The journey of a hero has to be difficult: the hero must go places no one else can, do things no one else dreams of. Monstress knows that, deep in its bones, and it has a great hero in Maika Halfwolf: spiky, conflicted, tormented, full of immense power that is not entirely hers, hard to like but vastly harder to ignore.
This second collection of Maika's journey, The Blood, ups the ante of all of the groundwork laid in the first book. Writer Marjorie Liu gives the story an ominous, mythic power, particularly through her use of semi-formal speech used as captions -- this is a dark, dangerous world, and she's thought through all of the details of it. And artist Sana Takeda makes that all real, in lush, detailed pages full of wonders and terrors.
The first book collected the first six issues of the series, and was mostly set-up: introducing Maika and her world (one big fantasy continent, not-quite-elves Arcanics on one side, divided into the traditional two courts and with some other supernatural allies, and a currently fanatical human society on the other side, devoted to killing all of those Arcanics at all costs).
This second book continues her journey: she's been introduced, and we know the things she must do (master or purge the ancient god within her, save either the Arcanics or the entire world, find the secrets her mother was chasing all her life). At this point in the hero's journey, she needs to go to the forbidden places, to find the things no one else can find and learn the things no one else can know, and to gather allies.
Maika is awfully spiky and bull-headed for allies -- and having an alien god within her that periodically emerges to demand bloody death to feed itself doesn't help, either -- so we mostly see her going to forbidden places to learn forbidden things in The Blood. She's in Thyria as this book opens, a port city in Arcanic territory, seeking passage to the Isle of Bones, which is just as dangerous and mysterious as it sounds.
The Isle is the corpse of a dead god -- the only god known to have died on this world. It's full of unquiet spirits, and even the very few people who manage to return from it -- like Maika's mother --are changed by it. But she needs to find the other pieces of the mask that can control the god within her, so she has to go there.

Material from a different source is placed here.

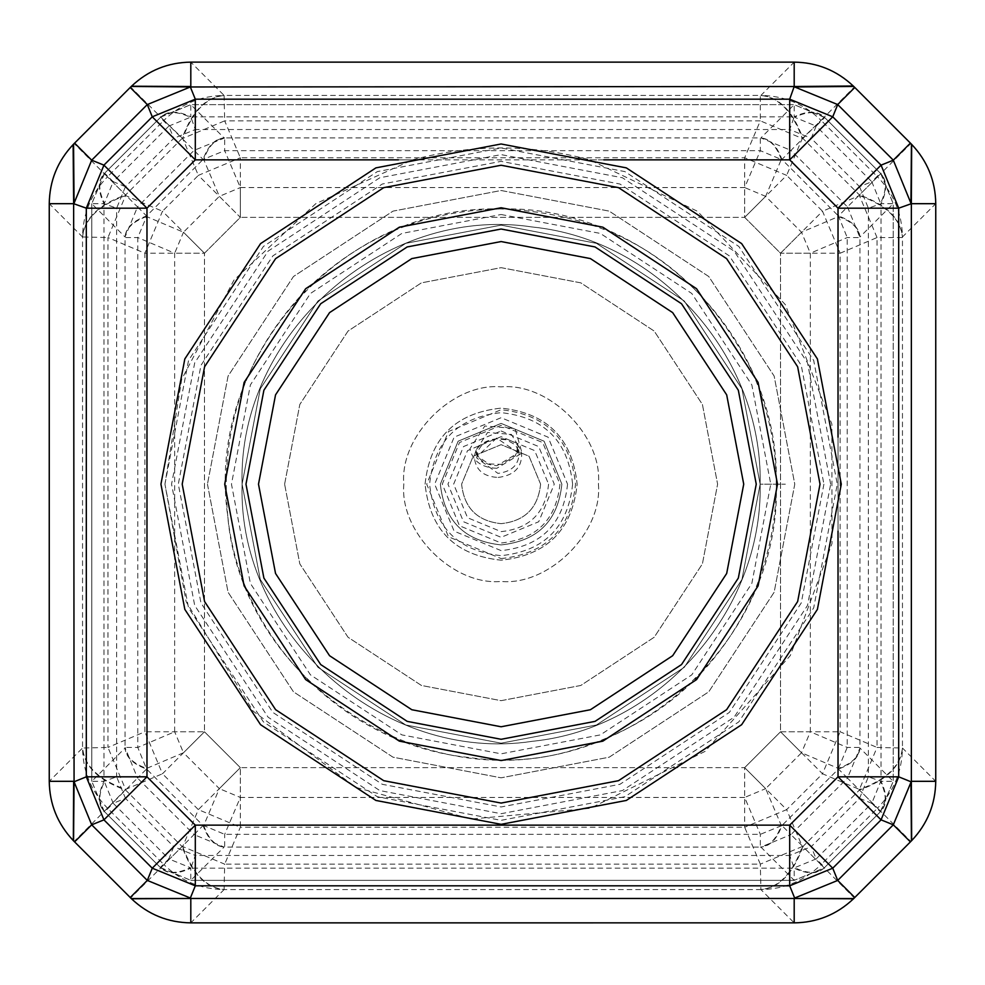 <?xml version="1.0" encoding="UTF-8"?>
<svg xmlns="http://www.w3.org/2000/svg" width="985" height="985" viewBox="0 0 985 985"><rect width="100%" height="100%" fill="white"/><g stroke="black" fill="none" stroke-linecap="round" stroke-linejoin="round"><path stroke-width="0.74" stroke-dasharray="4.92 3.69" d="M242.088 484.164L260.274 388.816L317.958 301.004L405.771 243.32L501.106 225.134L596.454 243.32L684.267 301.004L741.951 388.816L760.137 484.164L741.951 579.5L684.267 667.313L596.454 724.997L501.106 743.183L405.771 724.997L317.958 667.313L260.274 579.5L242.088 484.164L260.274 579.5L317.958 667.313L405.771 724.997L501.106 743.183L596.454 724.997L684.267 667.313L741.951 579.5L760.137 484.164L741.951 388.816L684.267 301.004L596.454 243.32L501.106 225.134L405.771 243.32L317.958 301.004L260.274 388.816L242.088 484.164L260.274 388.816L317.958 301.004L405.771 243.32L501.106 225.134L596.454 243.32L684.267 301.004L741.951 388.816L760.137 484.164L741.951 579.5L684.267 667.313L596.454 724.997L501.106 743.183L405.771 724.997L317.958 667.313L260.274 579.5L242.088 484.164L260.274 579.5L317.958 667.313L405.771 724.997L501.106 743.183L596.454 724.997L684.267 667.313L741.951 579.5L760.137 484.164L741.951 388.816L684.267 301.004L596.454 243.32L501.106 225.134L405.771 243.32L317.958 301.004L260.274 388.816L242.088 484.164L260.274 579.5L317.958 667.313L405.771 724.997L501.106 743.183L596.454 724.997L684.267 667.313L741.951 579.5L760.137 484.164L741.951 388.816L684.267 301.004L596.454 243.32L501.106 225.134L405.771 243.32L317.958 301.004L260.274 388.816L242.088 484.164L260.274 388.816L317.958 301.004L405.771 243.32L501.106 225.134L596.454 243.32L684.267 301.004L741.951 388.816L760.137 484.164L741.951 579.5L684.267 667.313L596.454 724.997L501.106 743.183L405.771 724.997L317.958 667.313L260.274 579.5L242.088 484.164L260.274 388.816L317.958 301.004L405.771 243.32L501.106 225.134L596.454 243.32L684.267 301.004L741.951 388.816L760.137 484.164C762.809 611.266 658.83 728.629 532.331 741.311C383.965 763.892 237.483 634.192 242.101 484.164C237.483 634.192 383.965 763.892 532.331 741.311C658.83 728.629 762.809 611.266 760.161 484.164C762.809 357.05 658.83 239.687 532.331 227.006C383.965 204.424 237.483 334.124 242.101 484.164C237.483 634.192 383.965 763.892 532.331 741.311C658.83 728.629 762.809 611.266 760.137 484.164C762.809 357.05 658.83 239.687 532.331 227.006C383.965 204.424 237.483 334.124 242.101 484.164C237.483 334.124 383.965 204.424 532.331 227.006C658.83 239.687 762.809 357.05 760.137 484.164L785.365 484.164L760.137 484.164C762.809 357.05 658.83 239.687 532.331 227.006C383.965 204.424 237.483 334.124 242.101 484.164L242.101 484.164C237.483 334.124 383.965 204.424 532.331 227.006C658.83 239.687 762.809 357.05 760.137 484.164L741.951 579.5L684.267 667.313L596.454 724.997L501.106 743.183L405.771 724.997L317.958 667.313L260.274 579.5L242.088 484.164L260.274 388.816L317.958 301.004L405.771 243.32L501.106 225.134L596.454 243.32L684.267 301.004L741.951 388.816L760.137 484.164C762.809 611.266 658.83 728.629 532.331 741.311C383.965 763.892 237.483 634.192 242.101 484.164L242.101 484.164C237.483 634.192 383.965 763.892 532.331 741.311C658.83 728.629 762.809 611.266 760.161 484.164C762.809 357.05 658.83 239.687 532.331 227.006C383.965 204.424 237.483 334.124 242.101 484.164C237.483 634.192 383.965 763.892 532.331 741.311C658.83 728.629 762.809 611.266 760.137 484.164L785.365 484.164L760.137 484.164L785.365 484.164L760.137 484.164L741.951 579.5L684.267 667.313L596.454 724.997L501.106 743.183L405.771 724.997L317.958 667.313L260.274 579.5L242.088 484.164M501.106 824.334L375.901 800.448L260.569 724.701L184.823 609.383L160.937 484.164L184.823 358.946L260.569 243.615L375.901 167.869L501.106 143.982L626.325 167.869L741.656 243.615L817.402 358.946L841.288 484.164L817.402 609.383L741.656 724.701L626.325 800.448L501.106 824.334M756.246 484.164L738.331 578.072L681.521 664.567L595.026 721.377L501.106 739.292L407.199 721.377L320.704 664.567L263.894 578.072L245.979 484.164L263.894 390.245L320.704 303.749L407.199 246.939L501.106 229.025L595.026 246.939L681.521 303.749L738.331 390.245L756.246 484.164M207.453 484.164L228.077 592.256L293.468 691.802L393.015 757.194L501.106 777.818L609.21 757.194L708.757 691.802L774.148 592.256L794.772 484.164L774.148 376.061L708.757 276.514L609.21 211.122L501.106 190.499L393.015 211.122L293.468 276.514L228.077 376.061L207.453 484.164L228.077 376.061L293.468 276.514L393.015 211.122L501.106 190.499L609.21 211.122L708.757 276.514L774.148 376.061L794.772 484.164L774.148 592.256L708.757 691.802L609.21 757.194L501.106 777.818L393.015 757.194L293.468 691.802L228.077 592.256L207.453 484.164M780.526 731.781L801.519 752.774L810.335 731.781L780.526 731.781L822.524 773.767L840.131 731.781L780.526 731.781L780.526 253.219L810.335 253.219L801.519 232.226L780.526 253.219L744.66 217.353L765.653 196.36L744.66 187.556L744.66 217.353L786.646 175.367L744.66 157.748L744.66 217.353L240.34 217.353L204.474 253.219L183.481 232.226L174.665 253.219L204.474 253.219L162.476 211.233L144.869 253.219L204.474 253.219L204.474 731.781L174.665 731.781L183.481 752.774L204.474 731.781L240.34 767.647L219.347 788.64L240.34 797.444L240.34 767.647L198.354 809.633L240.34 827.252L240.34 767.647L744.66 767.647L744.66 797.444L765.653 788.64L744.66 767.647L780.526 731.781L780.526 253.219L840.131 253.219L822.524 211.233L780.526 253.219L744.66 217.353L240.34 217.353L240.34 187.556L219.347 196.36L240.34 217.353L240.34 157.748L198.354 175.367L240.34 217.353L204.474 253.219L204.474 731.781L144.869 731.781L162.476 773.767L204.474 731.781L240.34 767.647L744.66 767.647L744.66 827.252L786.646 809.633L744.66 767.647L780.526 731.781M838.42 768.435L847.223 747.443L847.223 237.557L838.432 215.974L847.482 206.912L859.942 237.557C859.154 228.458 851.976 221.453 838.42 216.565L801.519 232.226L765.653 196.36L781.314 159.459L760.321 150.656L224.678 150.656L203.082 159.459L194.033 150.397L224.678 137.937C215.567 138.725 208.574 145.903 203.686 159.459L219.347 196.36L183.481 232.226L146.58 216.565L137.777 237.557L137.777 747.443L146.568 769.026L137.518 778.088L125.058 747.443C125.846 756.542 133.024 763.547 146.58 768.435L183.481 752.774L219.347 788.64L203.686 825.541L224.678 834.344L760.321 834.344L781.918 825.541C777.03 839.109 770.024 846.275 760.913 847.063L760.321 847.063C769.433 846.275 776.426 839.097 781.314 825.541L765.653 788.64L801.519 752.774L838.42 768.435C851.976 763.547 859.154 756.542 859.942 747.443L859.942 748.034C859.154 757.145 851.988 764.138 838.432 769.026L838.42 768.435M203.686 825.541C208.574 839.097 215.567 846.275 224.678 847.063L224.088 847.063C214.976 846.275 207.97 839.109 203.082 825.541L203.686 825.541M880.331 811.837L824.704 867.44C817.858 873.904 807.835 873.99 794.649 867.711L816.171 858.908L824.704 867.44L880.849 811.308L880.319 811.825L871.787 803.292L880.59 781.77C886.869 794.957 886.783 804.979 880.319 811.825L893.223 781.314L893.223 203.686L881.033 203.686C887.313 190.499 887.226 180.477 880.762 173.631L893.223 203.686L893.223 781.314L880.762 811.369C887.226 804.523 887.313 794.501 881.033 781.314L893.223 781.314L859.942 748.034L847.482 778.088L838.432 769.026L781.918 825.541L790.967 834.603L760.913 847.063L794.193 880.344L794.193 868.154C807.38 874.434 817.402 874.335 824.248 867.883L794.193 880.344L823.731 868.413M146.58 216.565C133.024 221.453 125.846 228.458 125.058 237.557L125.058 236.966C125.846 227.855 133.012 220.862 146.568 215.974L146.58 216.565M161.269 868.413L160.296 867.44L168.829 858.908L190.351 867.711C177.165 873.99 167.142 873.904 160.296 867.44L190.807 880.344L160.752 867.883C167.598 874.335 177.62 874.434 190.807 868.154L190.807 880.344L224.088 847.063L194.033 834.603L203.082 825.541L146.568 769.026C133.012 764.138 125.846 757.145 125.058 748.034L91.777 781.314L103.967 781.314C97.687 794.501 97.774 804.523 104.238 811.369L91.777 781.314L103.708 810.852M781.314 159.459C776.426 145.903 769.433 138.725 760.321 137.937L760.913 137.937C770.024 138.725 777.03 145.891 781.918 159.459L781.314 159.459M824.716 117.547L880.331 173.163C886.783 180.021 886.869 190.043 880.59 203.23L871.787 181.708L880.319 173.175L824.716 117.547L824.186 117.03L824.704 117.56L816.171 126.092L794.649 117.289C807.835 111.009 817.858 111.096 824.704 117.56L794.193 104.656L190.807 104.656L190.807 116.846C177.62 110.566 167.598 110.665 160.752 117.117L190.807 104.656L794.193 104.656L824.248 117.117C817.402 110.665 807.38 110.566 794.193 116.846L794.193 104.656L760.913 137.937L790.967 150.397L781.918 159.459L838.432 215.974C851.988 220.862 859.154 227.855 859.942 236.966L893.223 203.686L881.292 174.148M103.708 174.148L104.681 173.175L113.213 181.708L104.41 203.23C98.131 190.043 98.217 180.021 104.681 173.175L91.777 203.686L104.238 173.631C97.774 180.477 97.687 190.499 103.967 203.686L91.777 203.686L125.058 236.966L137.518 206.912L146.568 215.974L203.082 159.459C207.97 145.891 214.976 138.725 224.088 137.937L190.807 104.656L161.269 116.587M284.616 484.164L299.809 404.466L348.025 331.071L421.42 282.855L501.106 267.661L580.805 282.855L654.2 331.071L702.416 404.466L717.609 484.164L702.416 563.851L654.2 637.246L580.805 685.462L501.106 700.667L421.42 685.462L348.025 637.246L299.809 563.851L284.616 484.164L299.809 404.466L348.025 331.071L421.42 282.855L501.106 267.661L580.805 282.855L654.2 331.071L702.416 404.466L717.609 484.164L702.416 563.851L654.2 637.246L580.805 685.462L501.106 700.667L421.42 685.462L348.025 637.246L299.809 563.851L284.616 484.164M160.296 867.44L104.669 811.837C98.217 804.979 98.131 794.957 104.41 781.77L113.213 803.292L104.681 811.825L160.296 867.44M104.681 173.175L160.296 117.56C167.142 111.096 177.165 111.009 190.351 117.289L168.829 126.092L160.296 117.56L104.151 173.692M859.548 186.657L868.351 208.18L881.033 203.686L881.033 781.314L868.351 776.82L859.548 798.342L838.026 776.82L789.699 825.147L811.221 846.669L789.699 855.472L794.193 868.154L190.807 868.154L195.301 855.472L173.779 846.669L195.301 825.147L146.974 776.82L125.452 798.342L116.649 776.82L103.967 781.314L103.967 203.686L116.649 208.18L125.452 186.657L146.974 208.18L195.301 159.853L173.779 138.331L195.301 129.528L190.807 116.846L794.193 116.846L789.699 129.528L811.221 138.331L789.699 159.853L838.026 208.18L859.548 186.657L811.221 138.331L816.171 126.092L871.787 181.708L859.548 186.657M412.567 159.853C471.593 143.958 530.632 143.958 589.658 159.853L697.503 211.307L785.353 304.648L831.882 424.092L831.993 543.585L790.315 655.567L705.137 751.346L590.286 808.291L471.286 819.015L356.041 787.434L253.071 711.084L186.165 601.749L164.938 484.164L181.696 379.311L233.925 280.134L315.84 203.636L412.567 159.853L398.433 159.853M164.938 484.164L188.541 360.412L263.401 246.447L377.366 171.587L501.106 147.984L624.859 171.587L738.824 246.447L813.684 360.412L837.287 484.164L813.684 607.905L738.824 721.87L624.859 796.73L501.106 820.333L377.366 796.73L263.401 721.87L188.541 607.905L164.938 484.164M911.654 144.389L910.817 143.576L877.549 176.844L821.034 120.33L854.303 87.062C837.558 70.822 817.513 62.523 794.193 62.141L760.913 95.422C784.232 95.804 804.277 104.102 821.034 120.33L802.307 138.466C792.531 111.342 778.532 96.998 760.321 95.422L760.913 95.422C779.135 96.998 793.134 111.342 802.91 138.454L859.425 194.968L877.549 176.844C893.777 193.602 902.075 213.647 902.457 236.966L902.457 237.557C900.881 219.347 886.537 205.348 859.413 195.572L859.425 194.968C886.537 204.745 900.881 218.744 902.457 236.966L935.738 203.686C935.356 180.366 927.057 160.333 910.817 143.576L853.49 86.224M877.032 237.557L859.413 195.572L822.524 211.233L786.646 175.367L802.307 138.466L760.321 120.847L760.321 95.422L224.678 95.422C206.468 96.998 192.469 111.342 182.693 138.466L163.966 120.33C180.723 104.102 200.768 95.804 224.088 95.422L224.678 120.847L182.693 138.466L198.354 175.367L162.476 211.233L125.587 195.572L107.968 237.557L82.543 236.966C84.119 218.744 98.463 204.745 125.575 194.968L125.587 195.572C98.463 205.348 84.119 219.347 82.543 237.557L82.543 747.443C84.119 765.653 98.463 779.652 125.587 789.428L107.451 808.156C91.223 791.398 82.925 771.353 82.543 748.034L107.968 747.443L125.587 789.428L162.476 773.767L198.354 809.633L182.693 846.534L224.678 864.153L224.088 889.578C205.865 888.002 191.866 873.658 182.09 846.546L182.693 846.534C192.469 873.658 206.468 888.002 224.678 889.578L760.321 889.578C778.532 888.002 792.531 873.658 802.307 846.534L802.91 846.546C793.134 873.658 779.135 888.002 760.913 889.578L760.321 864.153L802.307 846.534L786.646 809.633L822.524 773.767L859.413 789.428L877.032 747.443L902.457 748.034C900.881 766.256 886.537 780.255 859.425 790.032L859.413 789.428C886.537 779.652 900.881 765.653 902.457 747.443L902.457 237.557L877.032 237.557L840.131 253.219L840.131 731.781L877.032 747.443L877.032 237.557M131.51 86.224L130.697 87.062L163.966 120.33L107.451 176.844L74.183 143.576C57.943 160.333 49.644 180.366 49.262 203.686L82.543 236.966C82.925 213.647 91.223 193.602 107.451 176.844L125.575 194.968L182.09 138.454C191.866 111.342 205.865 96.998 224.088 95.422L190.807 62.141C167.487 62.523 147.442 70.822 130.697 87.062L73.346 144.389M853.49 898.776L854.303 897.938L821.034 864.67L877.549 808.156L910.817 841.424C927.057 824.667 935.356 804.634 935.738 781.314L902.457 748.034C902.075 771.353 893.777 791.398 877.549 808.156L859.425 790.032L802.91 846.546L821.034 864.67C804.277 880.898 784.232 889.196 760.913 889.578L794.193 922.859C817.513 922.477 837.558 914.178 854.303 897.938L911.654 840.611M73.346 840.611L74.183 841.424L107.451 808.156L163.966 864.67L130.697 897.938C147.442 914.178 167.487 922.477 190.807 922.859L224.088 889.578C200.768 889.196 180.723 880.898 163.966 864.67L182.09 846.546L125.575 790.032C98.463 780.255 84.119 766.256 82.543 748.034L49.262 781.314C49.644 804.634 57.943 824.667 74.183 841.424L131.51 898.776M496.846 468.294C481.677 467.666 472.702 461.165 469.943 448.766L484.805 426.025L515.044 428.512L522.025 453.051L496.846 468.294M501.106 558.581C545.998 553.853 570.808 529.043 575.535 484.164C570.808 439.273 545.998 414.476 501.106 409.735L448.495 431.529L426.69 484.14L448.483 536.776L501.106 558.581M567.557 484.164C563.334 524.229 541.184 546.38 501.106 550.615L454.122 531.149L434.668 484.164L454.122 437.168L501.106 417.714L548.103 437.168L567.557 484.164M498.176 477.442C513.517 475.484 521.348 468.06 521.656 455.181C520.289 430.642 472.357 434.742 474.61 459.207C476.432 470.682 484.288 476.765 498.176 477.442M501.106 430.999L538.709 446.574L554.272 484.164L538.709 521.755L501.106 537.317L463.516 521.742L447.953 484.14L463.529 446.562L501.106 430.999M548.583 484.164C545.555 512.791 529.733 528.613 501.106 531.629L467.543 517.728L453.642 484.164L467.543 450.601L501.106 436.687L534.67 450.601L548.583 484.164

The fact that her god had a complex and half-forgotten relationship with the dead god is only the first complication. The inhabitants of the Isle are next, and the inevitable secrets and struggles for power. But perhaps worst is what happens when she finally gets off the island: the various forces circling her, ready to kill or capture or manipulate her for their own purposes, and what her actions there have triggered
The hero's journey is long: Maika still has a long way to go. She'll gain more allies, eventually, and probably lose more as well -- that's the way it has to be. Monstress is a strong epic fantasy story in comics form: Liu writes it well, and Takeda's art is as deep and true as your favorite cover artist, but with hundreds of pages of storytelling to boot.